#### What to produce:
If a line in the entries below contains "file", copy it.

━━ Task data ━━

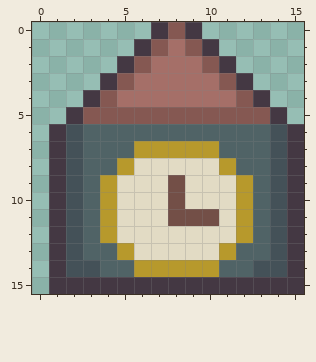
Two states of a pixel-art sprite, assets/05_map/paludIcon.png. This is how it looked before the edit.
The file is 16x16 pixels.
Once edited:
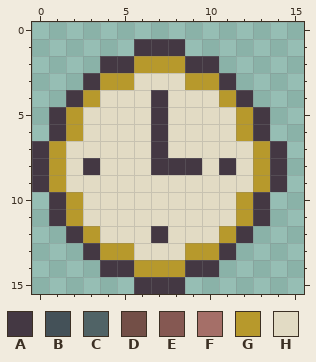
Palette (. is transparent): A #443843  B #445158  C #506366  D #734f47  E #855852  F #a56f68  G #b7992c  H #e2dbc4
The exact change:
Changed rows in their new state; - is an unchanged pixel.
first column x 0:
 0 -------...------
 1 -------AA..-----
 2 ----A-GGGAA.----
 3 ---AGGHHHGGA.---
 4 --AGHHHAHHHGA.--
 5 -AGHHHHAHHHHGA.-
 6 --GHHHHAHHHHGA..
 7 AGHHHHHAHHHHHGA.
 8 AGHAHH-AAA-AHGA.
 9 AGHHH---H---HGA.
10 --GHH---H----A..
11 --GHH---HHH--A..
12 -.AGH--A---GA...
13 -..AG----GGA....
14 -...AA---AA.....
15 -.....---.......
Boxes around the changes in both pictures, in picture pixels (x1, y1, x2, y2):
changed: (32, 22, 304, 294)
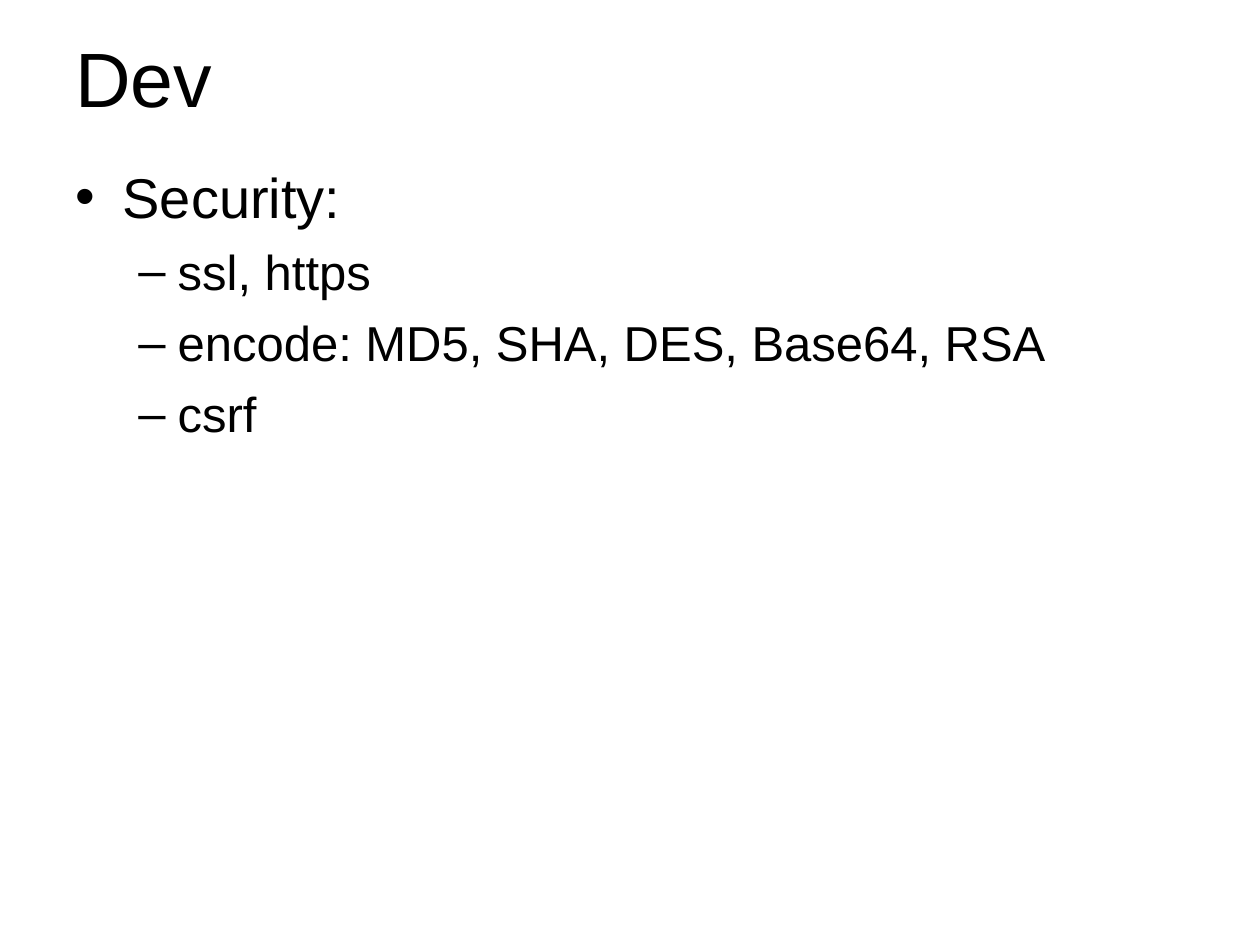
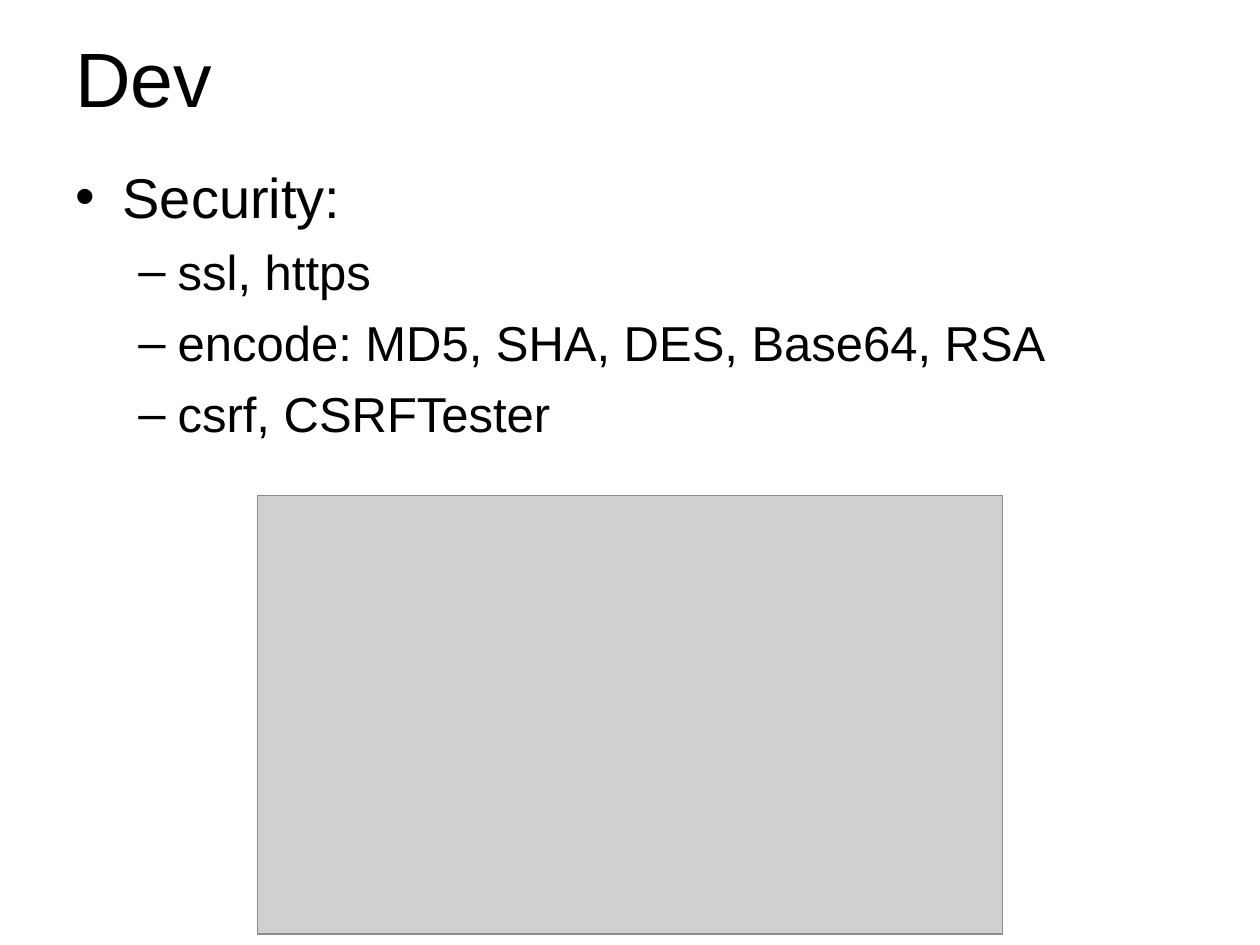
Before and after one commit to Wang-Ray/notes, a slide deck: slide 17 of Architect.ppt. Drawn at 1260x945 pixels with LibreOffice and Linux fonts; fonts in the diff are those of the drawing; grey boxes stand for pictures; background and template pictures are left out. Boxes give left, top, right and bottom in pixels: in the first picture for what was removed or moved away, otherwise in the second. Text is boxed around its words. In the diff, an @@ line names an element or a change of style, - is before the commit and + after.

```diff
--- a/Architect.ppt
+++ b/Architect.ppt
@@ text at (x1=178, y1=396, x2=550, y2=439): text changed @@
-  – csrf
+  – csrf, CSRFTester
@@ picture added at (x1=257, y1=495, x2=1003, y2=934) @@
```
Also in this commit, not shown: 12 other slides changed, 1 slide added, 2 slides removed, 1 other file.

━━━

#### Response to this exercise:
The file is 16x16 pixels.
Also in this commit, not shown: 12 other slides changed, 1 slide added, 2 slides removed, 1 other file.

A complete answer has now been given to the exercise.